(Items from a data source)
----------------------------------------

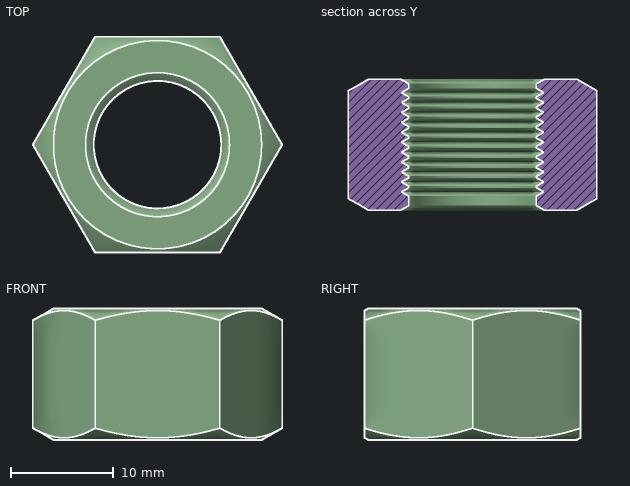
import cadquery as cq
import math

SIDES = 6
ACROSS_FLATS = 21.0
HEIGHT = 12.8
FACE_DIAMETER = 20.25
CHAMFER_ANGLE = 30.0

NOMINAL_DIAMETER = 14.0
BORE_DIAMETER = 12.376
COUNTERSINK_SLOPE = 30.0
THREAD_PITCH = 0.965
GROOVE_COUNT = 11
FLANK_SLOPE = 30.0
CREST_WIDTH = 0.17
TOP_LAND = 0.47

half_height = HEIGHT / 2
across_corners = ACROSS_FLATS / math.cos(math.pi / SIDES)
corner_radius = across_corners / 2
face_radius = FACE_DIAMETER / 2
chamfer_drop = (corner_radius - face_radius) * math.tan(math.radians(CHAMFER_ANGLE))
nominal_radius = NOMINAL_DIAMETER / 2
bore_radius = BORE_DIAMETER / 2
countersink_depth = (nominal_radius - bore_radius) * math.tan(math.radians(COUNTERSINK_SLOPE))
groove_half_width = (THREAD_PITCH - CREST_WIDTH) / 2
groove_depth = groove_half_width / math.tan(math.radians(FLANK_SLOPE))


def revolve_profile(points):
    """Turn an (r, z) outline into a solid of revolution about the Z axis."""
    return cq.Workplane("XZ").polyline(points).close().revolve(360, (0, 0, 0), (0, 1, 0))


def chamfered_hexagon():
    """Hexagon with corners on the X axis, its ends trimmed by shallow cones."""
    shoulder = half_height - chamfer_drop
    hexagon = cq.Workplane("XY").polygon(SIDES, across_corners).extrude(half_height, both=True)
    envelope = revolve_profile([
        (0, -half_height),
        (face_radius, -half_height),
        (corner_radius, -shoulder),
        (corner_radius, shoulder),
        (face_radius, half_height),
        (0, half_height),
    ])
    return hexagon.intersect(envelope)


def threaded_bore():
    """Solid filling the bore: countersunk ends and a stack of ring-shaped V grooves."""
    bore_end = half_height - countersink_depth
    first_groove_z = bore_end - TOP_LAND - groove_half_width
    points = [
        (0, half_height),
        (nominal_radius, half_height),
        (bore_radius, bore_end),
    ]
    for index in range(GROOVE_COUNT):
        groove_z = first_groove_z - index * THREAD_PITCH
        points.append((bore_radius, groove_z + groove_half_width))
        points.append((bore_radius + groove_depth, groove_z))
        points.append((bore_radius, groove_z - groove_half_width))
    points += [
        (bore_radius, -bore_end),
        (nominal_radius, -half_height),
        (0, -half_height),
    ]
    return revolve_profile(points)


result = chamfered_hexagon().cut(threaded_bore())
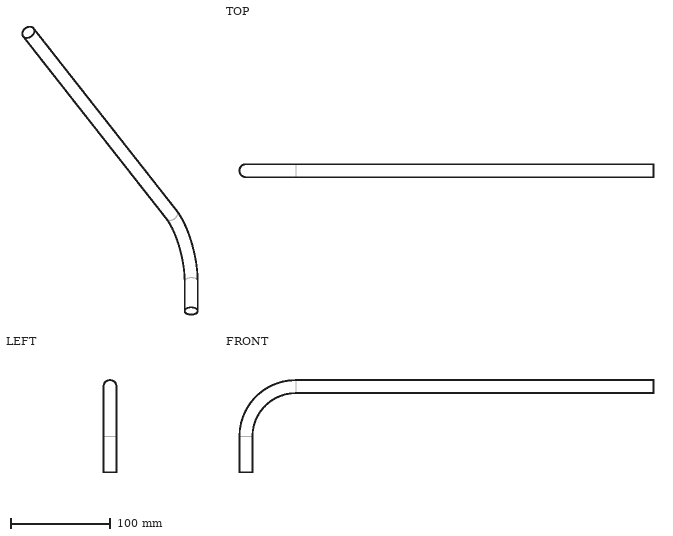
import cadquery as cq

overall_length = 416.5
overall_height = 93.0
rod_diameter = 13.5
bend_radius = 50.0

rod_radius = rod_diameter / 2
bend_outer_radius = bend_radius + rod_radius
short_leg = overall_height - bend_outer_radius
long_leg = overall_length - bend_outer_radius

centreline = (
    cq.Workplane("XZ")
    .lineTo(0, short_leg)
    .radiusArc((bend_radius, short_leg + bend_radius), bend_radius)
    .lineTo(bend_radius + long_leg, short_leg + bend_radius)
)

result = cq.Workplane("XY").circle(rod_radius).sweep(centreline)
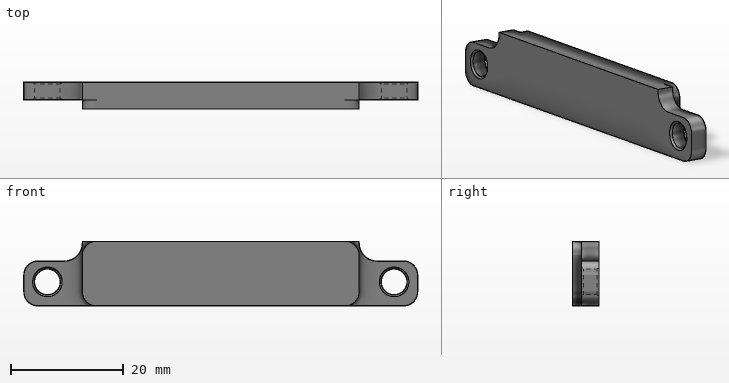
import cadquery as cq

length = 70.0
height = 11.5
thickness = 4.75

plate_thickness = 3.15
ear_height = 8.0
corner_radius = 2.5
shoulder_radius = 3.15

pad_length = 49.2
pad_thickness = thickness - plate_thickness

hole_diameter = 4.55
hole_chamfer = 0.35
hole_inset = 4.2
hole_height = 4.3


def front_block(block_length, block_height, block_thickness, front_y):
    """Block standing on Z = 0, centred in X, running toward +Y from front_y."""
    return cq.Workplane("XY").box(
        block_length, block_thickness, block_height, centered=(True, False, False)
    ).translate((0, front_y, 0))


def make_plate():
    """Plate with rounded ear ends and concave shoulders beside the tall middle."""
    ears = front_block(length, ear_height, plate_thickness, 0)
    ears = ears.edges("|Y").fillet(corner_radius)
    plate = ears.union(front_block(pad_length, height, plate_thickness, 0))
    for side in (-1, 1):
        shoulder = (
            cq.Workplane("XZ")
            .moveTo(side * pad_length / 2, ear_height)
            .lineTo(side * (pad_length / 2 + shoulder_radius), ear_height)
            .radiusArc(
                (side * pad_length / 2, ear_height + shoulder_radius),
                side * shoulder_radius,
            )
            .close()
            .extrude(-plate_thickness)
        )
        plate = plate.union(shoulder)
    return plate


def make_pad():
    """Full-height pad with four rounded corners."""
    pad = front_block(pad_length, height, pad_thickness, -pad_thickness)
    return pad.edges("|Y").fillet(corner_radius)


def make_hole(side):
    """Cutter for one through hole, widening to a chamfer at each face of the ear."""
    radius = hole_diameter / 2
    rim_radius = radius + hole_chamfer
    half_section = [
        (0, 0),
        (rim_radius, 0),
        (radius, hole_chamfer),
        (radius, plate_thickness - hole_chamfer),
        (rim_radius, plate_thickness),
        (0, plate_thickness),
    ]
    cutter = cq.Workplane("XY").polyline(half_section).close().revolve(360, (0, 0), (0, 1))
    return cutter.translate((side * (length / 2 - hole_inset), 0, hole_height))


result = make_plate().union(make_pad())
for end in (-1, 1):
    result = result.cut(make_hole(end))
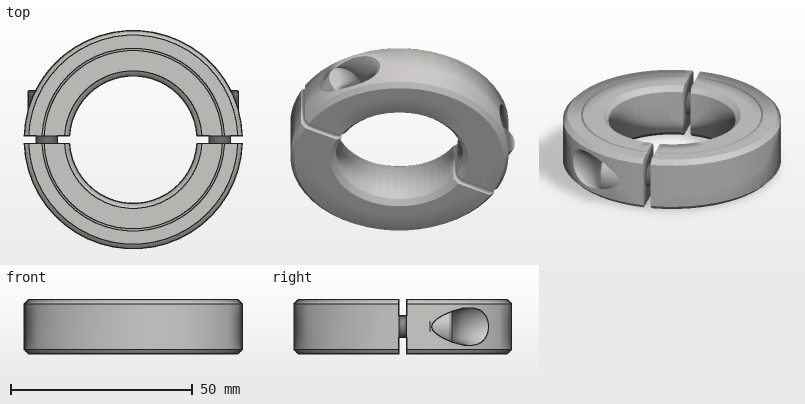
import cadquery as cq


outer_radius = 30.0
bore_radius = 17.5
width = 15.0
gap = 2.1
outer_chamfer = 1.25
bore_chamfer = 1.4

groove_path_radius = 24.8
groove_radius = 0.3

screw_offset = 23.75
shank_radius = 3.0
head_radius = 5.175
head_height = 6.0
head_fillet = 0.5
seat_y = 7.5
shank_length = 16.0
screw_sides = (-1, 1)


def rod_along_y(x, radius, start_y, length):
    """Round rod centred at x on the mid plane, running toward +Y from start_y."""
    plane = cq.Plane(origin=(x, start_y, 0), xDir=(1, 0, 0), normal=(0, 1, 0))
    return cq.Workplane(plane).circle(radius).extrude(length)


def make_ring():
    """Full ring, centred on the origin, with chamfered rims and the groove in its top face."""
    half_width = width / 2
    profile = [
        (bore_radius, -half_width + bore_chamfer),
        (bore_radius + bore_chamfer, -half_width),
        (outer_radius - outer_chamfer, -half_width),
        (outer_radius, -half_width + outer_chamfer),
        (outer_radius, half_width - outer_chamfer),
        (outer_radius - outer_chamfer, half_width),
        (bore_radius + bore_chamfer, half_width),
        (bore_radius, half_width - bore_chamfer),
    ]
    ring = cq.Workplane("XZ").polyline(profile).close().revolve(360, (0, 0), (0, 1))
    groove = (
        cq.Workplane("XZ")
        .center(groove_path_radius, half_width)
        .circle(groove_radius)
        .revolve(360, (-groove_path_radius, 0), (-groove_path_radius, 1))
    )
    return ring.cut(groove)


def make_half_ring(side):
    """Half ring on the +Y (side = 1) or -Y (side = -1) side of the gap."""
    keep = (
        cq.Workplane("XY", origin=(0, side * (gap / 2 + outer_radius / 2), 0))
        .box(2 * outer_radius, outer_radius, width)
    )
    half = make_ring().intersect(keep)
    for screw_side in screw_sides:
        hole = rod_along_y(screw_side * screw_offset, shank_radius, seat_y - shank_length, shank_length)
        half = half.cut(hole)
    return half


def make_head_half():
    """Half ring that takes the screw heads, with a pocket open to the rim over each head."""
    half = make_half_ring(1)
    for screw_side in screw_sides:
        pocket = rod_along_y(screw_side * screw_offset, head_radius, seat_y, outer_radius)
        half = half.cut(pocket)
    return half


def make_threaded_half():
    """Half ring with the blind holes that take the screw ends."""
    return make_half_ring(-1)


def make_screw(screw_side):
    """Cap screw with its head on the +Y side."""
    x = screw_side * screw_offset
    head = rod_along_y(x, head_radius, seat_y, head_height).faces(">Y").edges().fillet(head_fillet)
    shank = rod_along_y(x, shank_radius, seat_y - shank_length, shank_length)
    return head.union(shank)


head_half = make_head_half()
threaded_half = make_threaded_half()
screws = [make_screw(screw_side).val() for screw_side in screw_sides]

result = cq.Compound.makeCompound([head_half.val(), threaded_half.val(), *screws])
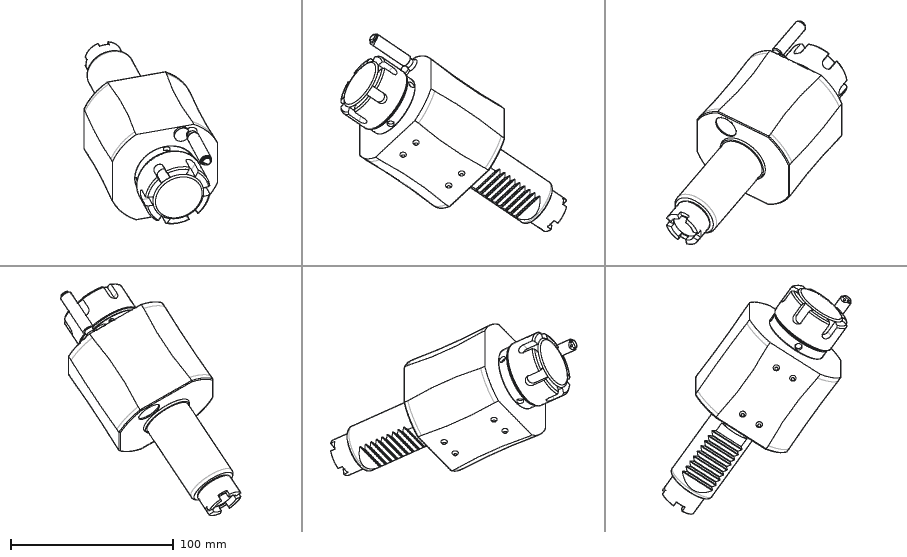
import cadquery as cq
import math


overall_length = 161.8
drive_end = 13.1
shank_start = 13.8
shank_round_end = 15.9
collar_start = 67.5
housing_start = 69.0
housing_length = 60.0
housing_end = housing_start + housing_length

drive_radius = 12.0
drive_neck_radius = 11.3
drive_recess_radius = 8.4
drive_slot_depth = 3.0
drive_recess_depth = 3.7
drive_slot_outer_width = 6.5
drive_slot_inner_width = 5.2
drive_slot_count = 4

shank_radius = 15.0
shank_nose_radius = 13.9
collar_nose_radius = 16.0
collar_radius = 16.5

rack_root_z = -10.2
rack_tooth_height = 1.6
rack_pitch = 4.0
rack_flat = (rack_pitch - 2 * rack_tooth_height) / 2
rack_tooth_count = 8
rack_start = 21.4
rack_end = 62.0

housing_width = 68.0
housing_height = 64.1
barrel_end_radius = 37.0
barrel_waist_radius = 36.2
barrel_land = 3.0
housing_chamfer = 0.6

plug_y = 12.5
plug_z = 21.8
plug_radius = 7.5
plug_depth = 0.8

stud_x_positions = (80.5, 117.3)
stud_y_offset = 6.1
stud_base_radius = 2.0
stud_tip_radius = 1.0
stud_height = 1.5

ring_start = 129.5
ring_end = 136.3
ring_radius = 19.9
ring_chamfer = 0.5
ring_neck_radius = 16.5
ring_hole_x = 132.7
ring_hole_radius = 2.1
ring_hole_depth = 2.5
ring_hole_count = 4
nut_start = 137.0
nut_radius = 21.0
nut_chamfer = 0.5
nut_cylinder_end = 155.2
nut_shoulder_x = 156.3
nut_shoulder_radius = 19.9
nut_rim_x = 156.7
nut_rim_radius = 16.3
nut_end = 157.6
nut_face_radius = 15.0

nut_slot_count = 6
nut_slot_width = 6.5
nut_slot_floor_radius = nut_rim_radius
nut_slot_start = 145.5
nut_long_slot_start = 143.9
nut_long_slot_angle = 60.0

pipe_y = 16.7
pipe_z = 26.0
pipe_radius = 3.7
pipe_start = 134.0
pipe_chamfer = 0.5
pipe_foot_radius = 4.0
pipe_foot_end = 131.1
pipe_neck_radius = 2.9
pipe_tip_radius = 2.6
pipe_tip_length = 1.0
bevel_length = 2.6
nozzle_radius = 0.6
nozzle_depth = 2.5
screw_y = 10.5
screw_z = 26.9
screw_radius = 4.9
screw_height = 1.5


def turned(points):
    """Solid of revolution about X from (x, radius) points, closed along the axis."""
    outline = [(points[0][0], 0)] + points + [(points[-1][0], 0)]
    return cq.Workplane("XY").polyline(outline).close().revolve(360, (0, 0, 0), (1, 0, 0))


def rod(x, y, z, radius, length):
    """Cylinder parallel to X, starting at the given point."""
    return cq.Workplane("YZ", origin=(x, y, z)).circle(radius).extrude(length)


def make_drive_end():
    drive = turned([
        (0, drive_radius),
        (drive_end, drive_radius),
        (drive_end, drive_neck_radius),
        (shank_start, drive_neck_radius),
    ])
    drive = drive.cut(rod(0, 0, 0, drive_recess_radius, drive_recess_depth))
    taper = (drive_slot_outer_width - drive_slot_inner_width) / 2 / (drive_radius - drive_recess_radius)
    overshoot = 0.8
    half_outer = drive_slot_outer_width / 2 + taper * overshoot
    half_inner = drive_slot_inner_width / 2 - taper * overshoot
    outer_z = drive_radius + overshoot
    inner_z = drive_recess_radius - overshoot
    slot = cq.Workplane("YZ").polyline([
        (-half_outer, outer_z),
        (half_outer, outer_z),
        (half_inner, inner_z),
        (-half_inner, inner_z),
    ]).close().extrude(drive_slot_depth)
    for i in range(drive_slot_count):
        drive = drive.cut(slot.rotate((0, 0, 0), (1, 0, 0), i * 360 / drive_slot_count))
    return drive


def make_shank():
    bulge = math.sqrt(0.5)
    round_length = shank_round_end - shank_start
    round_height = shank_radius - shank_nose_radius
    round_middle = (
        shank_round_end - bulge * round_length,
        shank_nose_radius + bulge * round_height,
    )
    shank = (
        cq.Workplane("XY")
        .moveTo(shank_start, 0)
        .lineTo(shank_start, shank_nose_radius)
        .threePointArc(round_middle, (shank_round_end, shank_radius))
        .lineTo(collar_start, shank_radius)
        .lineTo(collar_start, collar_nose_radius)
        .lineTo(housing_start, collar_radius)
        .lineTo(housing_start, 0)
        .close()
        .revolve(360, (0, 0, 0), (1, 0, 0))
    )
    return shank.cut(make_rack_cutter())


def make_rack_cutter():
    """Everything below the serrations: a 45 degree run-in, then a row of teeth."""
    bottom_z = -shank_radius - 1.6
    crest_z = rack_root_z - rack_tooth_height
    outline = [
        (rack_start - (rack_root_z - bottom_z), bottom_z),
        (rack_start, rack_root_z),
    ]
    for i in range(rack_tooth_count + 1):
        root_end = rack_start + rack_flat + i * rack_pitch
        crest_start = root_end + rack_tooth_height
        outline += [(root_end, rack_root_z), (crest_start, crest_z)]
        if i < rack_tooth_count:
            crest_end = crest_start + rack_flat
            outline += [(crest_end, crest_z), (crest_end + rack_tooth_height, rack_root_z)]
    outline += [(rack_end, crest_z), (rack_end, bottom_z)]
    return cq.Workplane("XZ").polyline(outline).close().extrude(shank_radius + 1.6, both=True)


def make_housing():
    block = cq.Workplane("XY").box(
        housing_length, housing_width, housing_height, centered=(False, True, True)
    ).translate((housing_start, 0, 0))
    barrel = (
        cq.Workplane("XY")
        .moveTo(housing_start, 0)
        .lineTo(housing_start, barrel_end_radius)
        .lineTo(housing_start + barrel_land, barrel_end_radius)
        .threePointArc(
            (housing_start + housing_length / 2, barrel_waist_radius),
            (housing_end - barrel_land, barrel_end_radius),
        )
        .lineTo(housing_end, barrel_end_radius)
        .lineTo(housing_end, 0)
        .close()
        .revolve(360, (0, 0, 0), (1, 0, 0))
    )
    housing = block.intersect(barrel).faces("<X").edges().chamfer(housing_chamfer)
    housing = housing.cut(rod(housing_start, plug_y, plug_z, plug_radius, plug_depth))
    for x in stud_x_positions:
        for y in (-stud_y_offset, stud_y_offset):
            stud = cq.Solid.makeCone(
                stud_base_radius, stud_tip_radius, stud_height,
                cq.Vector(x, y, -housing_height / 2), cq.Vector(0, 0, -1),
            )
            housing = housing.union(cq.Workplane(obj=stud))
    return housing


def make_ring():
    ring = turned([
        (housing_end, ring_neck_radius),
        (ring_start, ring_neck_radius),
        (ring_start, ring_radius - ring_chamfer),
        (ring_start + ring_chamfer, ring_radius),
        (ring_end - ring_chamfer, ring_radius),
        (ring_end, ring_radius - ring_chamfer),
        (ring_end, ring_neck_radius),
        (nut_start, ring_neck_radius),
    ])
    hole = (
        cq.Workplane("XY", origin=(ring_hole_x, 0, ring_radius - ring_hole_depth))
        .circle(ring_hole_radius)
        .extrude(2 * ring_hole_depth)
    )
    for i in range(ring_hole_count):
        ring = ring.cut(hole.rotate((0, 0, 0), (1, 0, 0), i * 360 / ring_hole_count))
    return ring


def make_nut_slot(start):
    """Round-ended slot cutter on the -Y side, open towards the front of the nut."""
    half_width = nut_slot_width / 2
    return (
        cq.Workplane("XZ", origin=(0, -nut_slot_floor_radius, 0))
        .moveTo(start + half_width, half_width)
        .threePointArc((start, 0), (start + half_width, -half_width))
        .lineTo(nut_end, -half_width)
        .lineTo(nut_end, half_width)
        .close()
        .extrude(nut_radius)
    )


def make_nut():
    nut = turned([
        (nut_start, nut_radius - nut_chamfer),
        (nut_start + nut_chamfer, nut_radius),
        (nut_cylinder_end, nut_radius),
        (nut_shoulder_x, nut_shoulder_radius),
        (nut_rim_x, nut_rim_radius),
        (nut_end, nut_face_radius),
    ])
    for i in range(nut_slot_count):
        angle = i * 360 / nut_slot_count
        start = nut_long_slot_start if angle == nut_long_slot_angle else nut_slot_start
        nut = nut.cut(make_nut_slot(start).rotate((0, 0, 0), (1, 0, 0), angle))
    return nut


def make_coolant_pipe():
    tip_start = overall_length - pipe_tip_length
    pipe = turned([
        (housing_end, pipe_foot_radius),
        (pipe_foot_end, pipe_neck_radius),
        (pipe_start - pipe_chamfer, pipe_neck_radius),
        (pipe_start, pipe_radius),
        (tip_start - pipe_chamfer, pipe_radius),
        (tip_start, pipe_radius - pipe_chamfer),
        (tip_start, pipe_tip_radius),
        (overall_length, pipe_tip_radius),
    ])
    bevel = (
        cq.Workplane("XZ")
        .polyline([
            (overall_length - bevel_length, -pipe_radius),
            (overall_length, bevel_length - pipe_radius),
            (overall_length, -pipe_radius),
        ])
        .close()
        .extrude(pipe_radius, both=True)
    )
    bevel_center = cq.Vector(overall_length - bevel_length / 2, 0, bevel_length / 2 - pipe_radius)
    nozzle = cq.Solid.makeCylinder(nozzle_radius, nozzle_depth, bevel_center, cq.Vector(-1, 0, 1))
    pipe = pipe.cut(bevel).cut(cq.Workplane(obj=nozzle))
    aim_angle = -math.degrees(math.atan2(pipe_y, pipe_z))
    return pipe.rotate((0, 0, 0), (1, 0, 0), aim_angle).translate((0, pipe_y, pipe_z))


result = (
    make_housing()
    .union(make_shank())
    .union(make_drive_end())
    .union(make_ring())
    .union(make_nut())
    .union(rod(housing_end, screw_y, screw_z, screw_radius, screw_height))
    .union(make_coolant_pipe())
)

----------------------------------------

▸ WHAT YOU WILL DO:
Every line above in the stretch from the one with "head_half = make_head_half()" through the one with "barrel_end_radius = 37.0" is to be transcribed exactly, ends included. No picture is copied.

▸ RESULT:
head_half = make_head_half()
threaded_half = make_threaded_half()
screws = [make_screw(screw_side).val() for screw_side in screw_sides]

result = cq.Compound.makeCompound([head_half.val(), threaded_half.val(), *screws])
import cadquery as cq
import math


overall_length = 161.8
drive_end = 13.1
shank_start = 13.8
shank_round_end = 15.9
collar_start = 67.5
housing_start = 69.0
housing_length = 60.0
housing_end = housing_start + housing_length

drive_radius = 12.0
drive_neck_radius = 11.3
drive_recess_radius = 8.4
drive_slot_depth = 3.0
drive_recess_depth = 3.7
drive_slot_outer_width = 6.5
drive_slot_inner_width = 5.2
drive_slot_count = 4

shank_radius = 15.0
shank_nose_radius = 13.9
collar_nose_radius = 16.0
collar_radius = 16.5

rack_root_z = -10.2
rack_tooth_height = 1.6
rack_pitch = 4.0
rack_flat = (rack_pitch - 2 * rack_tooth_height) / 2
rack_tooth_count = 8
rack_start = 21.4
rack_end = 62.0

housing_width = 68.0
housing_height = 64.1
barrel_end_radius = 37.0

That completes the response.